Viktor Skripnik über Blochin, Schaaf und seinen EM-Boykott

»Ich verzichte auf meine VIP-Karten«

Viktor Skripnik ist noch immer einer der bekanntesten Ukrainer, die je in der Bundesliga gespielt haben. Zwei Tage vor dem EM-Start spricht Skripnik über sein Vorbild Oleg Blochin und seinen ganz persönlichen EM-Boykott.

Viktor Skripnik, Sie sind 1969 geboren. Anfang der Siebziger war der Eishockeysport in der Sowjetunion sehr populär. Die Nationalmannschaft feierte Erfolge am laufenden Band. Wie kam es, dass Sie dem Eis fernblieben und lieber auf den Bolzplatz gingen?
Bei uns war in jeder Straße ein Platz, wo du im Sommer Fußball und im Winter natürlich Eishockey spielen konntest. Ich habe mich für Fußball entschieden, da ich keine Chance hatte in unserem kleinen Ort regelmäßig Eishockey zu spielen. Wir kickten vom Sonnenaufgang bis Sonnenuntergang. Das war unsere beste Zeit.
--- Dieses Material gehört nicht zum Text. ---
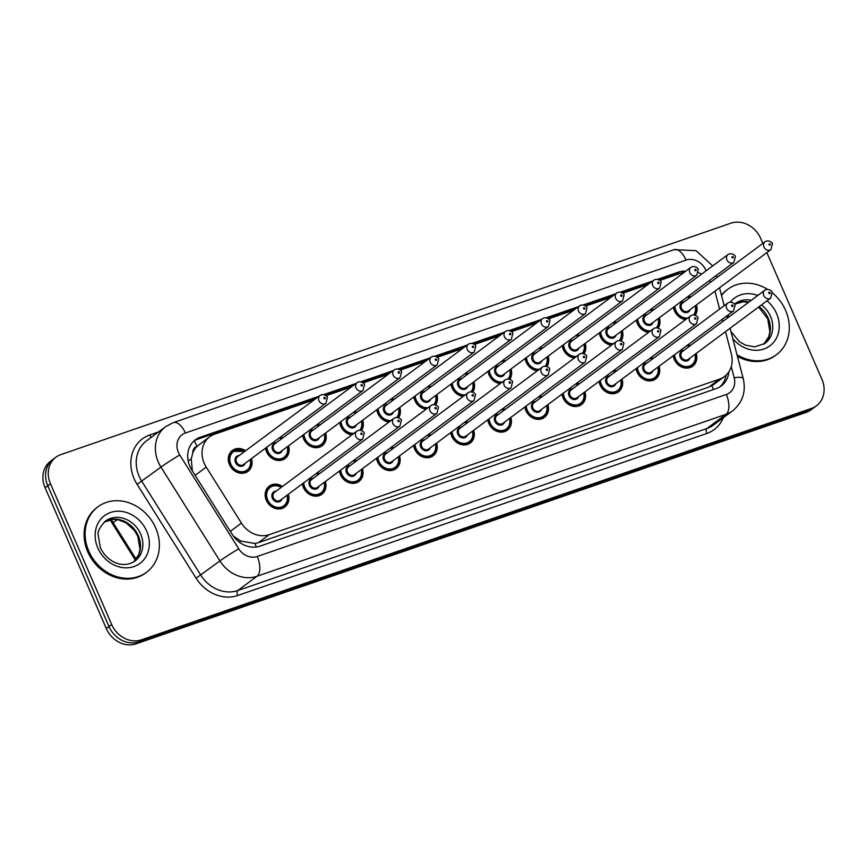<?xml version="1.0" encoding="UTF-8"?>
<svg xmlns="http://www.w3.org/2000/svg" width="867" height="867" viewBox="0 0 867 867"><rect width="100%" height="100%" fill="white"/><g stroke="black" fill="none" stroke-linecap="round" stroke-linejoin="round"><path stroke-width="1.3" d="M659.115 366.242A13.048 11.195 -126.6 0 1 655.658 378.977A13.048 11.195 -126.6 0 1 637.158 372.203A13.048 11.195 -126.6 0 1 636.118 368.573M622.04 379.052A13.048 11.195 -126.6 0 1 618.572 391.786A13.048 11.195 -126.6 0 1 600.072 385.013A13.048 11.195 -126.6 0 1 599.043 381.382M584.954 391.851A13.048 11.195 -126.6 0 1 581.486 404.596A13.048 11.195 -126.6 0 1 562.997 397.823A13.048 11.195 -126.6 0 1 561.957 394.192M547.868 404.661A13.048 11.195 -126.6 0 1 544.4 417.395A13.048 11.195 -126.6 0 1 525.911 410.633A13.048 11.195 -126.6 0 1 524.871 407.002M510.782 417.471A13.048 11.195 -126.6 0 1 507.314 430.205A13.048 11.195 -126.6 0 1 488.825 423.432A13.048 11.195 -126.6 0 1 487.785 419.812M473.696 430.281A13.048 11.195 -126.6 0 1 470.228 443.015A13.048 11.195 -126.6 0 1 451.74 436.242A13.048 11.195 -126.6 0 1 450.699 432.611M436.61 443.091A13.048 11.195 -126.6 0 1 433.153 455.825A13.048 11.195 -126.6 0 1 414.654 449.052A13.048 11.195 -126.6 0 1 413.613 445.421M399.524 455.901A13.048 11.195 -126.6 0 1 396.067 468.635A13.048 11.195 -126.6 0 1 377.568 461.862A13.048 11.195 -126.6 0 1 376.527 458.231M362.439 468.7A13.048 11.195 -126.6 0 1 358.981 481.434A13.048 11.195 -126.6 0 1 340.482 474.672A13.048 11.195 -126.6 0 1 339.452 471.041M325.363 481.51A13.048 11.195 -126.6 0 1 321.895 494.244A13.048 11.195 -126.6 0 1 303.407 487.471A13.048 11.195 -126.6 0 1 302.366 483.851M288.277 494.32A13.048 11.195 -126.6 0 1 284.81 507.054A13.048 11.195 -126.6 0 1 266.321 500.281A13.048 11.195 -126.6 0 1 269.247 486.116A13.048 11.195 -126.6 0 1 282.436 486.463M696.201 353.433A13.048 11.195 -126.6 0 1 692.744 366.167A13.048 11.195 -126.6 0 1 674.244 359.393A13.048 11.195 -126.6 0 1 673.204 355.773M659.364 317.755A13.048 11.195 -126.6 0 1 658.194 328.062M648.592 332.364A13.048 11.195 -126.6 0 1 637.408 323.716A13.048 11.195 -126.6 0 1 636.367 320.086M622.278 330.565A13.048 11.195 -126.6 0 1 621.108 340.872M611.506 345.174A13.048 11.195 -126.6 0 1 600.322 336.526A13.048 11.195 -126.6 0 1 599.281 332.895M585.192 343.365A13.048 11.195 -126.6 0 1 584.022 353.682M574.42 357.984A13.048 11.195 -126.6 0 1 563.236 349.336A13.048 11.195 -126.6 0 1 562.195 345.705M548.107 356.174A13.048 11.195 -126.6 0 1 546.936 366.492M537.334 370.783A13.048 11.195 -126.6 0 1 526.15 362.135A13.048 11.195 -126.6 0 1 525.109 358.515M511.021 368.984A13.048 11.195 -126.6 0 1 509.85 379.302M500.248 383.593A13.048 11.195 -126.6 0 1 489.064 374.945A13.048 11.195 -126.6 0 1 488.023 371.325M473.946 381.794A13.048 11.195 -126.6 0 1 472.764 392.101M463.162 396.403A13.048 11.195 -126.6 0 1 451.978 387.755A13.048 11.195 -126.6 0 1 450.948 384.124M436.86 394.604A13.048 11.195 -126.6 0 1 435.689 404.911M426.076 409.213A13.048 11.195 -126.6 0 1 414.903 400.565A13.048 11.195 -126.6 0 1 413.862 396.934M399.774 407.403A13.048 11.195 -126.6 0 1 398.603 417.721M389.001 422.023A13.048 11.195 -126.6 0 1 377.817 413.375A13.048 11.195 -126.6 0 1 376.777 409.744M362.688 420.213A13.048 11.195 -126.6 0 1 361.517 430.531M351.915 434.833A13.048 11.195 -126.6 0 1 340.731 426.174A13.048 11.195 -126.6 0 1 339.691 422.554M325.602 433.023A13.048 11.195 -126.6 0 1 322.134 445.757A13.048 11.195 -126.6 0 1 303.645 438.984A13.048 11.195 -126.6 0 1 302.605 435.364M288.516 445.833A13.048 11.195 -126.6 0 1 285.048 458.567A13.048 11.195 -126.6 0 1 266.559 451.794A13.048 11.195 -126.6 0 1 265.519 448.163M251.43 458.643A13.048 11.195 -126.6 0 1 247.973 471.377A13.048 11.195 -126.6 0 1 229.473 464.604A13.048 11.195 -126.6 0 1 232.399 450.428A13.048 11.195 -126.6 0 1 245.599 450.786M696.45 304.946A13.048 11.195 -126.6 0 1 695.28 315.263M685.667 319.555A13.048 11.195 -126.6 0 1 674.493 310.906A13.048 11.195 -126.6 0 1 673.453 307.276M719.61 309.085L714.993 291.388A24.46 20.992 53.4 0 0 714.939 291.204M192.777 452.921A24.46 20.992 -126.6 0 1 197.329 446.147L196.972 446.277A8.15 7.001 53.4 0 0 192.777 452.921L191.249 458.99L192.333 470.922M233.342 536.044L240.853 541.084L254.974 543.501L258.42 542.666L708.751 387.137L713.693 384.525L724.454 376.527A24.46 20.992 53.4 0 0 731.325 353.92L725.506 331.649M314.168 399.817L214.648 434.183A24.46 20.992 53.4 0 0 209.716 436.784L197.329 446.147M710.647 282.198A24.46 20.992 53.4 0 0 709.379 280.572M701.641 274.135A24.46 20.992 53.4 0 0 698.488 272.65M684.93 271.805A24.46 20.992 53.4 0 0 683.868 272.13L659.841 280.431M722.84 321.44L722.276 319.294M209.716 436.784A24.46 20.992 53.4 0 0 206.216 467.107L241.427 523.115A24.46 20.992 53.4 0 0 269.193 534.657L719.534 379.117A24.46 20.992 53.4 0 0 724.454 376.527M647.931 284.539L622.755 293.241M610.845 297.348L585.669 306.051M573.77 310.158L548.583 318.85M536.684 322.968L511.497 331.66M499.598 335.778L474.412 344.47M462.512 348.577L437.326 357.28M425.426 361.387L400.251 370.09M388.34 374.197L363.165 382.9M351.254 387.007L326.079 395.699M651.323 357.28A13.048 11.195 -126.6 0 1 653.284 358.385M614.248 370.079A13.048 11.195 -126.6 0 1 616.199 371.195M577.162 382.889A13.048 11.195 -126.6 0 1 579.113 384.005M540.076 395.699A13.048 11.195 -126.6 0 1 542.027 396.815M502.99 408.509A13.048 11.195 -126.6 0 1 504.941 409.625M465.904 421.319A13.048 11.195 -126.6 0 1 467.855 422.424M428.818 434.118A13.048 11.195 -126.6 0 1 430.78 435.234M391.732 446.928A13.048 11.195 -126.6 0 1 393.694 448.044M354.657 459.738A13.048 11.195 -126.6 0 1 356.608 460.854M317.571 472.548A13.048 11.195 -126.6 0 1 319.522 473.664M688.409 344.47A13.048 11.195 -126.6 0 1 690.37 345.575M651.572 308.782A13.048 11.195 -126.6 0 1 653.523 309.898M614.486 321.592A13.048 11.195 -126.6 0 1 616.437 322.708M577.4 334.402A13.048 11.195 -126.6 0 1 579.362 335.518M540.314 347.212A13.048 11.195 -126.6 0 1 542.276 348.328M503.228 360.022A13.048 11.195 -126.6 0 1 505.19 361.127M466.153 372.821A13.048 11.195 -126.6 0 1 468.104 373.937M429.067 385.631A13.048 11.195 -126.6 0 1 431.018 386.747M391.982 398.441A13.048 11.195 -126.6 0 1 393.932 399.557M354.896 411.251A13.048 11.195 -126.6 0 1 356.846 412.367M317.81 424.061A13.048 11.195 -126.6 0 1 319.76 425.166M280.724 436.87A13.048 11.195 -126.6 0 1 282.685 437.976M688.658 295.983A13.048 11.195 -126.6 0 1 690.609 297.088M766.851 252.611L821.905 379.247A24.46 20.992 -126.6 0 1 816.421 405.81A24.46 20.992 -126.6 0 1 811.49 408.411L141.429 639.824A24.46 20.992 -126.6 0 1 111.68 624.533L50.47 483.764L47.783 485.758A24.46 20.992 -126.6 0 1 53.266 459.196A24.46 20.992 -126.6 0 0 47.783 485.758L108.993 626.538L47.783 485.758L45.095 487.753A24.46 20.992 -126.6 0 1 50.579 461.19L55.954 457.191A24.46 20.992 -126.6 0 1 60.885 454.601L730.946 223.177A24.46 20.992 -126.6 0 1 760.695 238.468L762.841 243.399M141.429 639.824L138.742 641.829A24.46 20.992 -126.6 0 1 108.993 626.538A24.46 20.992 -126.6 0 0 138.742 641.829L808.803 410.405L138.742 641.829L136.054 643.823A24.46 20.992 -126.6 0 1 106.305 628.532L45.095 487.753M816.421 405.81L813.734 407.804A24.46 20.992 -126.6 0 1 808.803 410.405A24.46 20.992 -126.6 0 0 813.734 407.804L811.046 409.809A24.46 20.992 -126.6 0 1 806.115 412.399L136.054 643.823M685.808 271.154A24.46 20.992 53.4 0 0 678.232 272.173L657.554 279.315M659.05 279.868L675.545 274.178A24.46 20.992 -126.6 0 1 680.942 273.138M50.47 483.764A24.46 20.992 -126.6 0 1 55.954 457.191M652.721 280.984L620.469 292.125M615.635 293.794L583.383 304.935M578.549 306.604L546.297 317.745M541.463 319.414L509.211 330.555M504.377 332.224L472.125 343.354M467.291 345.023L435.039 356.164M430.216 357.833L397.953 368.974M393.13 370.642L360.878 381.783M356.044 383.452L323.792 394.593M318.958 396.262L200.288 437.239A24.46 20.992 53.4 0 0 195.368 439.84A24.46 20.992 53.4 0 0 191.856 470.163L232.356 534.571A24.46 20.992 53.4 0 0 260.122 546.112L716.337 388.546A24.46 20.992 53.4 0 0 721.268 385.945A24.46 20.992 53.4 0 0 728.865 371.824M194.067 440.902A24.46 20.992 -126.6 0 1 197.6 439.244L316.271 398.256M325.288 395.146L353.357 385.447M362.373 382.336L390.443 372.637M399.449 369.526L427.518 359.838M436.535 356.716L464.604 347.028M473.62 343.906L501.69 334.218M510.706 331.107L538.775 321.408M547.792 318.297L575.861 308.598M584.878 305.487L612.947 295.788M621.964 292.678L650.033 282.989M726.004 375.238A24.46 20.992 -126.6 0 1 719.881 386.888M721.55 295.549A40.771 34.983 -126.6 0 1 727.825 289.253A40.771 34.983 -126.6 0 1 767.425 289.307M772.378 292.851A40.771 34.983 -126.6 0 1 785.621 310.419A40.771 34.983 -126.6 0 1 776.464 354.701A40.771 34.983 -126.6 0 1 737.004 354.733M721.442 295.148A40.771 34.983 -126.6 0 1 726.817 290.012L727.825 289.253M776.464 354.701L775.456 355.448A40.771 34.983 -126.6 0 1 737.427 356.326M88.781 551.087A40.771 34.983 -126.6 0 1 97.928 506.805A40.771 34.983 -126.6 0 1 155.713 527.97A40.771 34.983 -126.6 0 1 146.566 572.242A40.771 34.983 -126.6 0 1 88.781 551.087M146.566 572.242L145.558 573A40.771 34.983 -126.6 0 1 87.773 551.835A40.771 34.983 -126.6 0 1 96.92 507.553L97.928 506.805M188.139 460.876A24.46 1.138 -32.2 0 1 191.249 458.99M713.335 389.586A24.46 12.127 -109.1 0 0 711.948 385.674M256.242 547.012A24.46 12.127 -109.1 0 0 254.974 543.501M239.227 542.081A24.46 1.138 -32.2 0 1 240.853 541.084M196.972 446.277A24.46 12.127 -109.1 0 0 194.165 440.837M708.751 387.137L719.534 379.117M258.42 542.666L269.193 534.657M230.34 531.363L241.427 523.115M195.118 475.354L206.216 467.107M135.404 560.223L112.298 523.462L113.165 522.693L136.173 559.28M111.377 519.517A32.61 27.982 53.4 0 0 113.165 522.693L117.294 519.626M806.115 412.399L811.49 408.411M106.305 628.532L111.68 624.533M675.545 274.178L678.232 272.173M706.117 270.807A16.31 13.991 53.4 0 0 705.901 270.287A16.31 13.991 53.4 0 0 686.068 260.089L185.365 433.023A16.31 13.991 53.4 0 0 178.418 452.466A16.31 13.991 53.4 0 0 179.74 454.969L238.728 548.789A16.31 13.991 53.4 0 0 257.239 556.484L726.308 394.474A16.31 13.991 53.4 0 0 734.176 377.676L731.271 366.568M712.717 265.898L696.028 250.65L674.027 249.674A16.31 8.085 70.9 0 1 686.068 260.089M726.308 394.474A16.31 8.085 70.9 0 1 726.037 414.296L256.957 576.295A32.61 27.982 -126.6 0 1 219.936 560.916L160.959 467.096A32.61 27.982 -126.6 0 1 158.314 462.089A32.61 27.982 -126.6 0 1 165.63 426.662L146.469 440.902A32.61 27.982 53.4 0 0 139.154 476.319A32.61 27.982 53.4 0 0 141.798 481.326L200.786 575.146A32.61 27.982 53.4 0 0 237.807 590.535L706.876 428.526A32.61 27.982 53.4 0 0 713.443 425.068L732.604 410.828A32.61 27.982 -126.6 0 1 726.037 414.296L706.876 428.526A4.075 2.016 -109.1 0 0 706.811 433.478L237.731 595.488A36.696 31.483 -126.6 0 1 196.083 578.181L137.105 484.36A36.696 31.483 -126.6 0 1 149.753 434.985L158.498 431.961M137.105 484.36L160.959 467.096A16.31 0.759 -32.2 0 1 179.74 454.969M723.338 417.71A36.696 31.483 -126.6 0 1 706.811 433.478M238.728 548.789A16.31 0.759 -32.2 0 0 219.936 560.916L196.083 578.181M257.239 556.484A16.31 8.085 70.9 0 1 256.957 576.295L237.807 590.535A4.075 2.016 -109.1 0 0 237.731 595.488M149.753 434.985A4.075 2.016 -109.1 0 0 151.389 437.239M734.176 377.676A16.31 3.566 -14.6 0 1 743.225 378.554L730.09 328.246M674.027 249.674L173.313 422.608A16.31 8.085 70.9 0 1 185.365 433.023M197.6 439.244L200.288 437.239M695.507 305.65A12.236 10.491 -126.6 0 1 694.326 314.992M686.285 319.099A12.236 10.491 -126.6 0 1 674.819 310.928A12.236 10.491 -126.6 0 1 673.789 307.026M674.819 306.268A11.412 9.797 53.4 0 0 675.827 310.44A11.412 9.797 53.4 0 0 687.737 318.016M693.535 314.916A11.412 9.797 53.4 0 0 695.226 305.856M690.143 309.627A5.711 4.899 -126.6 0 1 685.548 312.629A5.711 4.899 -126.6 0 1 680.519 308.825A5.711 4.899 -126.6 0 1 684.301 301.781M682.622 303.027A4.888 4.194 53.4 0 0 681.516 308.349A4.888 4.194 53.4 0 0 688.452 310.885L770.926 249.588A4.888 4.194 -126.6 0 1 763.99 247.052A4.888 4.194 -126.6 0 1 765.084 241.73L682.622 303.027M769.018 244.646A0.813 0.704 53.4 0 0 770.351 244.18A0.813 0.704 53.4 0 0 769.018 244.646M687.65 296.731A12.236 10.491 -126.6 0 1 689.666 297.793M689.384 297.999A11.412 9.797 53.4 0 0 687.293 296.991M695.258 354.137A12.236 10.491 -126.6 0 1 691.92 365.766A12.236 10.491 -126.6 0 1 674.58 359.415A12.236 10.491 -126.6 0 1 673.54 355.524M687.401 345.218A12.236 10.491 -126.6 0 1 689.417 346.28M689.146 346.497A11.412 9.797 53.4 0 0 687.043 345.489M674.569 354.755A11.412 9.797 53.4 0 0 675.588 358.938A11.412 9.797 53.4 0 0 688.615 366.318A11.412 9.797 53.4 0 0 694.976 354.343M689.904 358.114A5.711 4.899 -126.6 0 1 685.298 361.116A5.711 4.899 -126.6 0 1 680.27 357.312A5.711 4.899 -126.6 0 1 684.063 350.268M764.846 290.228L682.372 351.525A4.888 4.194 53.4 0 0 681.278 356.836A4.888 4.194 53.4 0 0 688.214 359.372L770.676 298.075A4.888 4.194 -126.6 0 1 763.74 295.539A4.888 4.194 -126.6 0 1 764.846 290.228C768.281 287.779 772.931 291.615 772.172 292.298L770.676 298.075M770.113 292.667A0.813 0.704 53.4 0 0 768.769 293.133A0.813 0.704 53.4 0 0 770.113 292.667M734.533 304.144L735.303 303.526A24.85 21.328 -126.6 0 1 751.31 300.285M761.454 304.935A24.85 21.328 -126.6 0 1 770.535 316.433A24.85 21.328 -126.6 0 1 764.954 343.419L754.745 346.887L745.371 345.109L739.378 341.663L730.957 331.573M730.274 302.117A29.749 25.522 -126.6 0 1 757.812 295.452M767.002 300.806A29.749 25.522 -126.6 0 1 776.572 313.54A29.749 25.522 -126.6 0 1 767.728 347.266A29.749 25.522 -126.6 0 1 732.81 338.661M759.102 306.68A24.85 21.328 -126.6 0 1 768.184 318.178A24.85 21.328 -126.6 0 1 763.762 344.232M748.557 302.334L743.149 301.814L734.587 304.209A24.85 21.328 -126.6 0 1 748.958 302.03M658.421 318.46A12.236 10.491 -126.6 0 1 657.24 327.791L658.367 325.58L658.508 318.395M649.199 331.909A12.236 10.491 -126.6 0 1 637.744 323.738A12.236 10.491 -126.6 0 1 636.703 319.836M637.733 319.078A11.412 9.797 53.4 0 0 638.741 323.25A11.412 9.797 53.4 0 0 650.651 330.826M656.449 327.715A11.412 9.797 53.4 0 0 658.14 318.666M653.057 322.437A5.711 4.899 -126.6 0 1 648.462 325.428A5.711 4.899 -126.6 0 1 643.433 321.635A5.711 4.899 -126.6 0 1 647.226 314.58M645.536 315.837A4.888 4.194 53.4 0 0 644.43 321.158A4.888 4.194 53.4 0 0 651.366 323.694L733.84 262.398A4.888 4.194 -126.6 0 1 726.904 259.851A4.888 4.194 -126.6 0 1 727.998 254.54L645.536 315.837M731.932 257.456A0.813 0.704 53.4 0 0 733.265 256.99A0.813 0.704 53.4 0 0 731.932 257.456M650.564 309.541A12.236 10.491 -126.6 0 1 652.58 310.603M652.298 310.809A11.412 9.797 53.4 0 0 650.207 309.801M621.336 331.259A12.236 10.491 -126.6 0 1 620.154 340.601L621.281 338.39L621.422 331.194M612.124 344.719A12.236 10.491 -126.6 0 1 600.658 336.537A12.236 10.491 -126.6 0 1 599.617 332.646M600.647 331.877A11.412 9.797 53.4 0 0 601.655 336.06A11.412 9.797 53.4 0 0 613.576 343.635M619.363 340.525A11.412 9.797 53.4 0 0 621.054 331.476M615.971 335.247A5.711 4.899 -126.6 0 1 611.376 338.238A5.711 4.899 -126.6 0 1 606.347 334.445A5.711 4.899 -126.6 0 1 610.14 327.39M608.45 328.647A4.888 4.194 53.4 0 0 607.355 333.958A4.888 4.194 53.4 0 0 614.28 336.504L696.754 275.207A4.888 4.194 -126.6 0 1 689.818 272.661A4.888 4.194 -126.6 0 1 690.912 267.35L608.45 328.647M694.846 270.255A0.813 0.704 53.4 0 0 696.19 269.8A0.813 0.704 53.4 0 0 694.846 270.255M613.478 322.34A12.236 10.491 -126.6 0 1 615.494 323.413M615.212 323.619A11.412 9.797 53.4 0 0 613.121 322.611M584.25 344.069A12.236 10.491 -126.6 0 1 583.068 353.411L584.195 351.2L584.336 344.004M575.038 357.518A12.236 10.491 -126.6 0 1 563.572 349.347A12.236 10.491 -126.6 0 1 562.531 345.456M563.561 344.687A11.412 9.797 53.4 0 0 564.58 348.87A11.412 9.797 53.4 0 0 576.49 356.445M582.277 353.335A11.412 9.797 53.4 0 0 583.968 344.275M578.885 348.057A5.711 4.899 -126.6 0 1 574.29 351.048A5.711 4.899 -126.6 0 1 569.261 347.255A5.711 4.899 -126.6 0 1 573.054 340.2M571.364 341.457A4.888 4.194 53.4 0 0 570.269 346.767A4.888 4.194 53.4 0 0 577.205 349.314L659.668 288.007A4.888 4.194 -126.6 0 1 652.732 285.471A4.888 4.194 -126.6 0 1 653.837 280.16L571.364 341.457M657.76 283.065A0.813 0.704 53.4 0 0 659.104 282.609A0.813 0.704 53.4 0 0 657.76 283.065M576.392 335.15A12.236 10.491 -126.6 0 1 578.408 336.223M578.126 336.429A11.412 9.797 53.4 0 0 576.035 335.421M547.164 356.879A12.236 10.491 -126.6 0 1 545.982 366.221L547.11 363.999L547.25 356.814M537.952 370.328A12.236 10.491 -126.6 0 1 526.486 362.157A12.236 10.491 -126.6 0 1 525.445 358.266M526.475 357.497A11.412 9.797 53.4 0 0 527.494 361.68A11.412 9.797 53.4 0 0 539.404 369.255M545.191 366.145A11.412 9.797 53.4 0 0 546.882 357.085M541.81 360.867A5.711 4.899 -126.6 0 1 537.204 363.858A5.711 4.899 -126.6 0 1 532.175 360.054A5.711 4.899 -126.6 0 1 535.969 353.01M534.278 354.267A4.888 4.194 53.4 0 0 533.183 359.577A4.888 4.194 53.4 0 0 540.119 362.113L622.582 300.816A4.888 4.194 -126.6 0 1 615.646 298.281A4.888 4.194 -126.6 0 1 616.751 292.97L534.278 354.267M620.674 295.875A0.813 0.704 53.4 0 0 622.018 295.409A0.813 0.704 53.4 0 0 620.674 295.875M539.307 347.96A12.236 10.491 -126.6 0 1 541.322 349.022M541.051 349.238A11.412 9.797 53.4 0 0 538.949 348.231M658.172 366.947A12.236 10.491 -126.6 0 1 654.834 378.576A12.236 10.491 -126.6 0 1 637.494 372.225A12.236 10.491 -126.6 0 1 636.465 368.323M650.315 358.028A12.236 10.491 -126.6 0 1 652.342 359.09M652.06 359.296A11.412 9.797 53.4 0 0 649.957 358.288M637.494 367.565A11.412 9.797 53.4 0 0 638.502 371.737A11.412 9.797 53.4 0 0 651.529 379.128A11.412 9.797 53.4 0 0 657.89 367.153M652.818 370.924A5.711 4.899 -126.6 0 1 648.213 373.926A5.711 4.899 -126.6 0 1 643.184 370.122A5.711 4.899 -126.6 0 1 646.977 363.078M727.76 303.027L645.286 364.324A4.888 4.194 53.4 0 0 644.192 369.645A4.888 4.194 53.4 0 0 651.128 372.181L733.59 310.885A4.888 4.194 -126.6 0 1 726.665 308.349A4.888 4.194 -126.6 0 1 727.76 303.027C731.195 300.589 735.845 304.425 735.086 305.097L733.59 310.885M733.027 305.477A0.813 0.704 53.4 0 0 731.683 305.943A0.813 0.704 53.4 0 0 733.027 305.477M621.086 379.746A12.236 10.491 -126.6 0 1 617.748 391.375A12.236 10.491 -126.6 0 1 600.408 385.035A12.236 10.491 -126.6 0 1 599.379 381.133M613.24 370.838A12.236 10.491 -126.6 0 1 615.256 371.9M614.974 372.106A11.412 9.797 53.4 0 0 612.871 371.098M600.408 380.364A11.412 9.797 53.4 0 0 601.416 384.547A11.412 9.797 53.4 0 0 614.454 391.927A11.412 9.797 53.4 0 0 620.805 379.963M615.733 383.734A5.711 4.899 -126.6 0 1 611.137 386.725A5.711 4.899 -126.6 0 1 606.098 382.932A5.711 4.899 -126.6 0 1 609.891 375.877M690.674 315.837L608.201 377.134A4.888 4.194 53.4 0 0 607.106 382.455A4.888 4.194 53.4 0 0 614.042 384.991L696.515 323.694A4.888 4.194 -126.6 0 1 689.579 321.148A4.888 4.194 -126.6 0 1 690.674 315.837C694.109 313.388 698.759 317.235 698 317.907L696.515 323.694M695.941 318.287A0.813 0.704 53.4 0 0 694.608 318.753A0.813 0.704 53.4 0 0 695.941 318.287M584 392.556A12.236 10.491 -126.6 0 1 580.662 404.185A12.236 10.491 -126.6 0 1 563.322 397.834A12.236 10.491 -126.6 0 1 562.293 393.943M576.154 383.637A12.236 10.491 -126.6 0 1 578.17 384.71M577.888 384.915A11.412 9.797 53.4 0 0 575.796 383.908M563.322 393.174A11.412 9.797 53.4 0 0 564.33 397.357A11.412 9.797 53.4 0 0 577.368 404.737A11.412 9.797 53.4 0 0 583.729 392.773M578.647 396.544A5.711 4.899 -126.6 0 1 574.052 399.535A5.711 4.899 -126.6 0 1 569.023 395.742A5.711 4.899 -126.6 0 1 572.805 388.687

War Ihre Familie auch so fußballbegeistert?
Mein Vater war ein riesiger Fußball-Fan. Dazu kam, dass meine Heimatstadt Dnipropetrowsk 1983 sowjetischer Meister wurde. Bei diesem Gewinn war ich mit meinem Vater im Stadion. Ein unvergessliches Erlebnis. Ich war fortan einfach begeistert von Fußball. Am liebsten wollte ich den Spielern so nah sein, wie die Balljungen, die den Ball immer wieder zurück schmissen. Ich war immer neidisch auf die kleinen Jungs am Spielfeldrand und fragte mich, was sie mit den Bällen tun, die sie nicht zurückwarfen. Ein Ball wurde kurz darauf das beste Geschenk was ich bis dato bekam. Er war lange auch das einzige Spielzeug bei mir Zuhause.

Hatten Sie Vorbilder?
Klar, Vorbilder gab es immer, zum Beispiel Oleg Blochin von Dynamo Kiew. Der Fußball in Westeuropa war auch sehr beeindruckend. Leider hatten wir kaum Chancen, die Spiele im Fernsehen zu verfolgen. Wenn doch, dann nur wenige Minuten, in denen man zwei, drei Tore aus den europäischen Ligen, etwa aus der Bundesliga oder aus Italien, sehen konnte. Stattdessen bekamen wir immer die besten Mannschaften der Ukraine, wie Dynamo Kiew oder Dnipro Dnipropetrowsk vor Augen geführt.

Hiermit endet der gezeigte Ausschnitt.